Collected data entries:

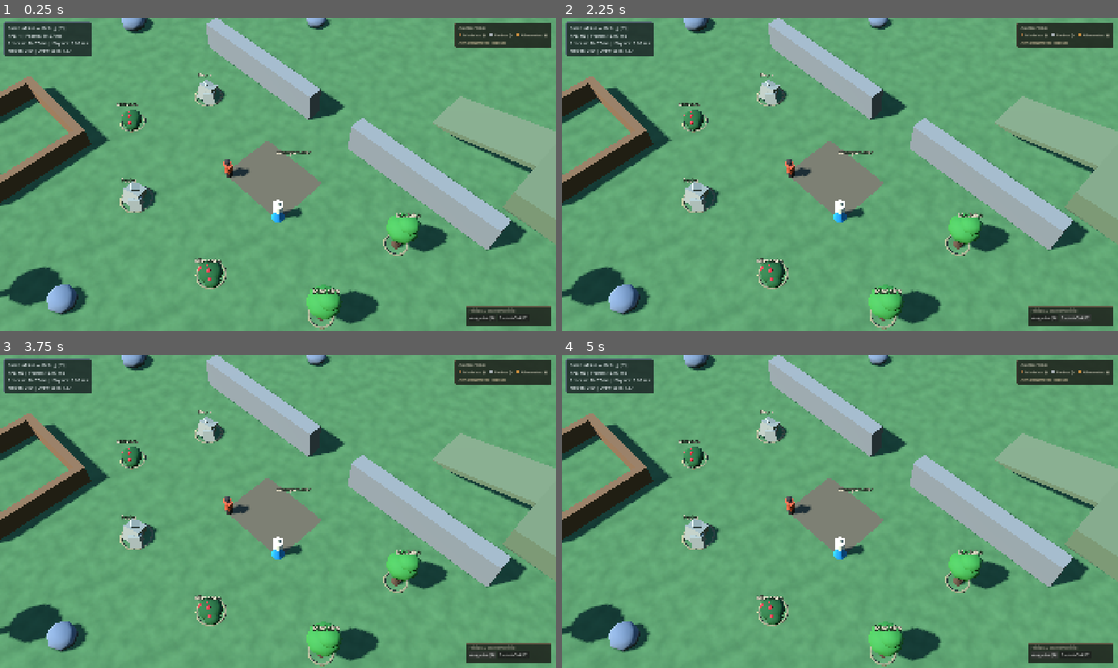
Above: before the commit, frames 1-4 (two rows, left to right).
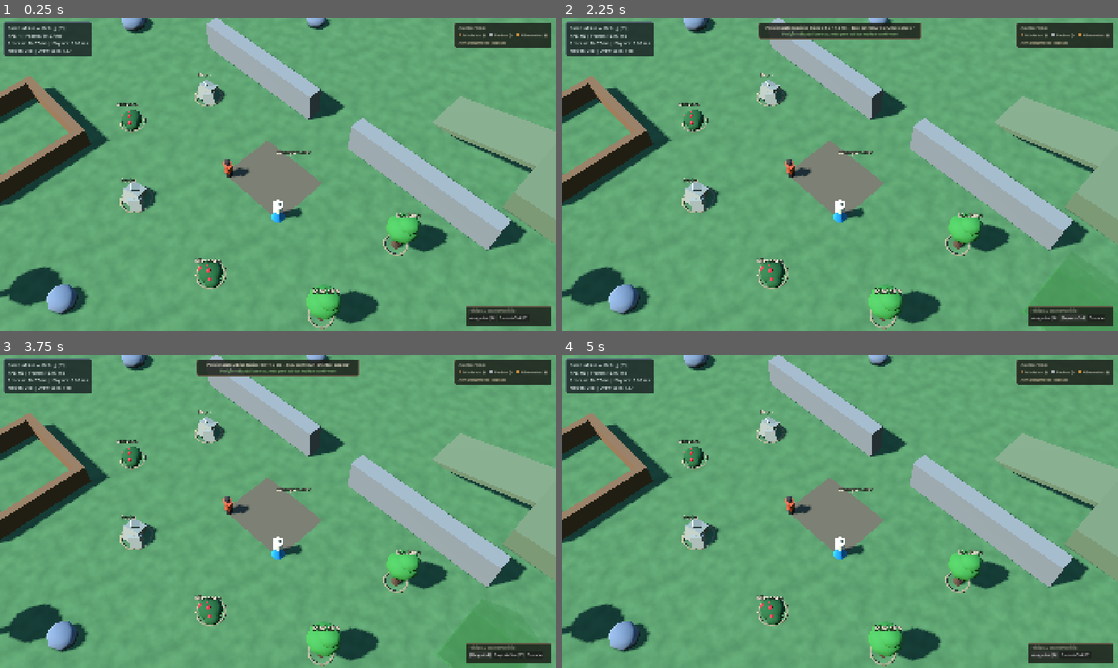
Above: after the commit, the same moments.

Repository: Julian0s/Dawn-of-Kin
Game: Godot game, scene res://src/main/main.tscn
Two runs of this game, one before a commit and one after it. Both use one fixed random seed, a clock stepped at 60 frames per second and the inputs below.
Inputs (mouse positions are in pixels of both pictures, inside the frame that each line leads up to):
- Up to frame 1 (0.25 s): no input
- Up to frame 2 (2.25 s): click "Abrigo 4×4 [F6]" at 0.5 s; click (1095, 318) at 1.25 s, where only the run after the commit has a clickable "Cancelar"; click "Depósito 5×4 [F7]" at 2 s
- Up to frame 3 (3.75 s): click (511, 655) at 2.75 s, where only the run after the commit has a clickable "[Depósito 5×4]"; click "Abrigo 4×4 [F6]" at 3.5 s
- Up to frame 4 (5 s): click (1040, 655) at 4.25 s, where only the run after the commit has a clickable "[Abrigo 4×4]"

The runs differ from the first frame. In frame 1, less than 0.1% of the frame differs, in the area x 5-6%, y 10-11%; in frame 2, 2.2%, in the area x 5-100%, y 1-100%; in frame 3, 2.1%; in frame 4, less than 0.1%.
Error before the commit: Parse Error: Too many arguments for "configure()" call. Expected at most 6 but received 7. (res://src/main/main.gd:72)

Commit message:
T3.2-R1: async confirm handling and dynamic stationary-cursor hover refresh

Diff:
--- a/src/buildings/placement_controller.gd
+++ b/src/buildings/placement_controller.gd
@@ -17,12 +17,18 @@
 )
 signal hover_state_changed(valid: bool, reason_text: String, world_position: Vector3)
 
+const DYNAMIC_HOVER_REFRESH_INTERVAL_SEC: float = 0.12
+
+@export var use_async_confirm: bool = true
+
 var _camera_rig: RtsCameraRig = null
 var _region_root: Node = null
 var _world_navigation: WorldNavigation = null
 var _camp_storage_zone: CampStorageZone = null
 var _ground_pile_manager: GroundPileManager = null
 var _preview_parent: Node3D = null
+var _units_root: Node = null
+var _piles_root: Node = null
 var _connectivity_checkpoints: Array[Vector3] = []
 
 var _validator: PlacementValidator = PlacementValidator.new()
@@ -32,9 +38,14 @@
 var _active: bool = false
 var _active_definition: BuildingDefinition = null
 var _left_click_armed: bool = false
+var _confirm_in_flight: bool = false
+var _confirm_generation: int = 0
+var _active_confirm_token: WorldNavigation.AsyncBakeToken = null
 var _last_pointer_pos: Vector2 = Vector2.ZERO
 var _has_pointer_pos: bool = false
 var _pointer_dirty: bool = false
+var _world_dirty: bool = false
+var _dynamic_refresh_elapsed_sec: float = 0.0
 var _last_camera_focus: Vector2 = Vector2(INF, INF)
 var _last_camera_zoom: float = INF
 var _last_ground_y: float = 0.0
@@ -49,6 +60,8 @@
 
 
 func _exit_tree() -> void:
+	_cancel_pending_confirm()
+	_disconnect_world_signals()
 	if _preview != null and is_instance_valid(_preview):
 		_preview.visible = false
 		_preview.queue_free()
@@ -57,7 +70,7 @@
 	_active_definition = null
 
 
-func _process(_delta: float) -> void:
+func _process(delta: float) -> void:
 	if not _active or _active_definition == null:
 		set_process(false)
 		return
@@ -73,8 +86,13 @@
 			_last_camera_zoom = zoom
 			cam_moved = true
 
-	if _pointer_dirty or cam_moved:
+	_dynamic_refresh_elapsed_sec += maxf(delta, 0.0)
+	var periodic_due: bool = _dynamic_refresh_elapsed_sec >= DYNAMIC_HOVER_REFRESH_INTERVAL_SEC
+
+	if _pointer_dirty or cam_moved or _world_dirty or periodic_due:
 		_pointer_dirty = false
+		_world_dirty = false
+		_dynamic_refresh_elapsed_sec = 0.0
 		update_preview_at_screen_pos(_last_pointer_pos)
 
 
@@ -84,15 +102,31 @@
 	world_navigation: WorldNavigation,
 	camp_storage_zone: CampStorageZone = null,
 	ground_pile_manager: GroundPileManager = null,
-	preview_parent: Node3D = null
+	preview_parent: Node3D = null,
+	units_root: Node = null,
+	piles_root: Node = null
 ) -> void:
+	_disconnect_world_signals()
 	_camera_rig = camera_rig
 	_region_root = region_root
 	_world_navigation = world_navigation
 	_camp_storage_zone = camp_storage_zone
 	_ground_pile_manager = ground_pile_manager
 	_preview_parent = preview_parent if preview_parent != null else (region_root as Node3D)
+	_units_root = units_root
+	_piles_root = piles_root
+	_connect_world_signals()
 	_ensure_preview_node()
+
+
+func set_units_root(units_root: Node) -> void:
+	_units_root = units_root
+	_world_dirty = true
+
+
+func set_piles_root(piles_root: Node) -> void:
+	_piles_root = piles_root
+	_world_dirty = true
 
 
 func set_connectivity_checkpoints(checkpoints: Array[Vector3]) -> void:
@@ -107,11 +141,14 @@
 	if definition == null or not definition.is_valid():
 		return false
 
+	_cancel_pending_confirm()
 	_ensure_preview_node()
 	_active = true
 	_active_definition = definition
 	_left_click_armed = false
 	_last_hover_result = null
+	_world_dirty = false
+	_dynamic_refresh_elapsed_sec = 0.0
 	_last_camera_focus = Vector2(INF, INF)
 	_last_camera_zoom = INF
 	set_process(true)
@@ -135,11 +172,13 @@
 func cancel_placement() -> void:
 	if not _active:
 		return
+	_cancel_pending_confirm()
 	var cancelled_def: BuildingDefinition = _active_definition
 	_active = false
 	_active_definition = null
 	_left_click_armed = false
 	_pointer_dirty = false
+	_world_dirty = false
 	set_process(false)
 	if _preview != null and is_instance_valid(_preview):
 		_preview.hide_preview()
@@ -148,6 +187,10 @@
 
 func is_placement_active() -> bool:
 	return _active and _active_definition != null
+
+
+func is_confirm_pending() -> bool:
+	return _confirm_in_flight
 
 
 func get_active_definition() -> BuildingDefinition:
@@ -178,8 +221,23 @@
 		_ground_pile_manager,
 		[],
 		[],
-		_connectivity_checkpoints
+		_connectivity_checkpoints,
+		_units_root,
+		_piles_root
 	)
+
+
+func invalidate_hover() -> void:
+	_world_dirty = true
+
+
+func force_refresh_preview() -> PlacementValidator.ValidationResult:
+	if not is_placement_active() or not _has_pointer_pos:
+		return null
+	_pointer_dirty = false
+	_world_dirty = false
+	_dynamic_refresh_elapsed_sec = 0.0
+	return update_preview_at_screen_pos(_last_pointer_pos)
 
 
 ## Returns true if the input event was exclusively consumed by placement mode.
@@ -255,35 +313,101 @@
 
 
 func confirm_at_world_pos(world_pos: Vector3) -> PlacementValidator.ValidationResult:
-	if not is_placement_active():
+	if not is_placement_active() or _confirm_in_flight:
 		return null
 
 	var target_def: BuildingDefinition = _active_definition
 	var ctx: PlacementValidator.ValidationContext = build_validation_context()
-	var result: PlacementValidator.ValidationResult = _validator.validate_confirm(target_def, world_pos, ctx)
+	if not use_async_confirm:
+		var sync_result: PlacementValidator.ValidationResult = _validator.validate_confirm(target_def, world_pos, ctx)
+		_apply_confirm_outcome(target_def, world_pos, sync_result)
+		return sync_result
+
+	_confirm_in_flight = true
+	_confirm_generation += 1
+	var req_generation: int = _confirm_generation
+	var sync_returned: Array[PlacementValidator.ValidationResult] = [null]
+
+	_active_confirm_token = _validator.validate_confirm_async(
+		target_def,
+		world_pos,
+		ctx,
+		func(async_result: PlacementValidator.ValidationResult) -> void:
+			sync_returned[0] = async_result
+			if not is_instance_valid(self) or not is_inside_tree():
+				return
+			if req_generation != _confirm_generation:
+				return
+			_confirm_in_flight = false
+			_active_confirm_token = null
+			if not is_placement_active() or _active_definition != target_def:
+				return
+			_apply_confirm_outcome(target_def, world_pos, async_result)
+	)
+
+	if _active_confirm_token == null:
+		_confirm_in_flight = false
+	return sync_returned[0]
+
+
+func _apply_confirm_outcome(
+	target_def: BuildingDefinition,
+	world_pos: Vector3,
+	result: PlacementValidator.ValidationResult
+) -> void:
 	_last_confirm_result = result
-
-	if result.valid:
+	if result != null and result.valid:
 		_last_ground_y = result.resolved_position.y
 		_active = false
 		_active_definition = null
 		_left_click_armed = false
 		_pointer_dirty = false
+		_world_dirty = false
 		set_process(false)
 		_ensure_preview_node()
 		if _preview != null:
 			_preview.show_confirmation_pulse(target_def, result.resolved_position)
 		placement_confirmed.emit(target_def, result.resolved_position, result)
-		return result
+		return
 
 	_ensure_preview_node()
+	var reason_txt: String = result.reason_text if result != null else "Posição inválida."
 	if _preview != null:
-		var display_pos: Vector3 = result.resolved_position if result.resolved_position.is_finite() else world_pos
+		var display_pos: Vector3 = result.resolved_position if (result != null and result.resolved_position.is_finite()) else world_pos
 		if display_pos.is_finite():
 			_preview.show_preview(target_def, display_pos, false)
-	hover_state_changed.emit(false, result.reason_text, world_pos)
+	hover_state_changed.emit(false, reason_txt, world_pos)
 	placement_rejected.emit(target_def, world_pos, result)
-	return result
+
+
+func _cancel_pending_confirm() -> void:
+	_confirm_generation += 1
+	_confirm_in_flight = false
+	if _active_confirm_token != null:
+		_active_confirm_token.cancel()
+		_active_confirm_token = null
+
+
+func _connect_world_signals() -> void:
+	if _ground_pile_manager != null and is_instance_valid(_ground_pile_manager):
+		if not _ground_pile_manager.storage_changed.is_connected(_on_world_state_invalidated):
+			_ground_pile_manager.storage_changed.connect(_on_world_state_invalidated)
+	if _world_navigation != null and is_instance_valid(_world_navigation):
+		if not _world_navigation.navigation_ready.is_connected(_on_world_state_invalidated):
+			_world_navigation.navigation_ready.connect(_on_world_state_invalidated)
+
+
+func _disconnect_world_signals() -> void:
+	if _ground_pile_manager != null and is_instance_valid(_ground_pile_manager):
+		if _ground_pile_manager.storage_changed.is_connected(_on_world_state_invalidated):
+			_ground_pile_manager.storage_changed.disconnect(_on_world_state_invalidated)
+	if _world_navigation != null and is_instance_valid(_world_navigation):
+		if _world_navigation.navigation_ready.is_connected(_on_world_state_invalidated):
+			_world_navigation.navigation_ready.disconnect(_on_world_state_invalidated)
+
+
+func _on_world_state_invalidated() -> void:
+	_world_dirty = true
 
 
 func _ensure_preview_node() -> void:

• **Exercise**: Only the lines from the first line of the entries through the line containing "- Up to frame 4" should be output, exactly as they are, without pictures.

• **Result of the exercise**:
Above: before the commit, frames 1-4 (two rows, left to right).
Above: after the commit, the same moments.

Repository: Julian0s/Dawn-of-Kin
Game: Godot game, scene res://src/main/main.tscn
Two runs of this game, one before a commit and one after it. Both use one fixed random seed, a clock stepped at 60 frames per second and the inputs below.
Inputs (mouse positions are in pixels of both pictures, inside the frame that each line leads up to):
- Up to frame 1 (0.25 s): no input
- Up to frame 2 (2.25 s): click "Abrigo 4×4 [F6]" at 0.5 s; click (1095, 318) at 1.25 s, where only the run after the commit has a clickable "Cancelar"; click "Depósito 5×4 [F7]" at 2 s
- Up to frame 3 (3.75 s): click (511, 655) at 2.75 s, where only the run after the commit has a clickable "[Depósito 5×4]"; click "Abrigo 4×4 [F6]" at 3.5 s
- Up to frame 4 (5 s): click (1040, 655) at 4.25 s, where only the run after the commit has a clickable "[Abrigo 4×4]"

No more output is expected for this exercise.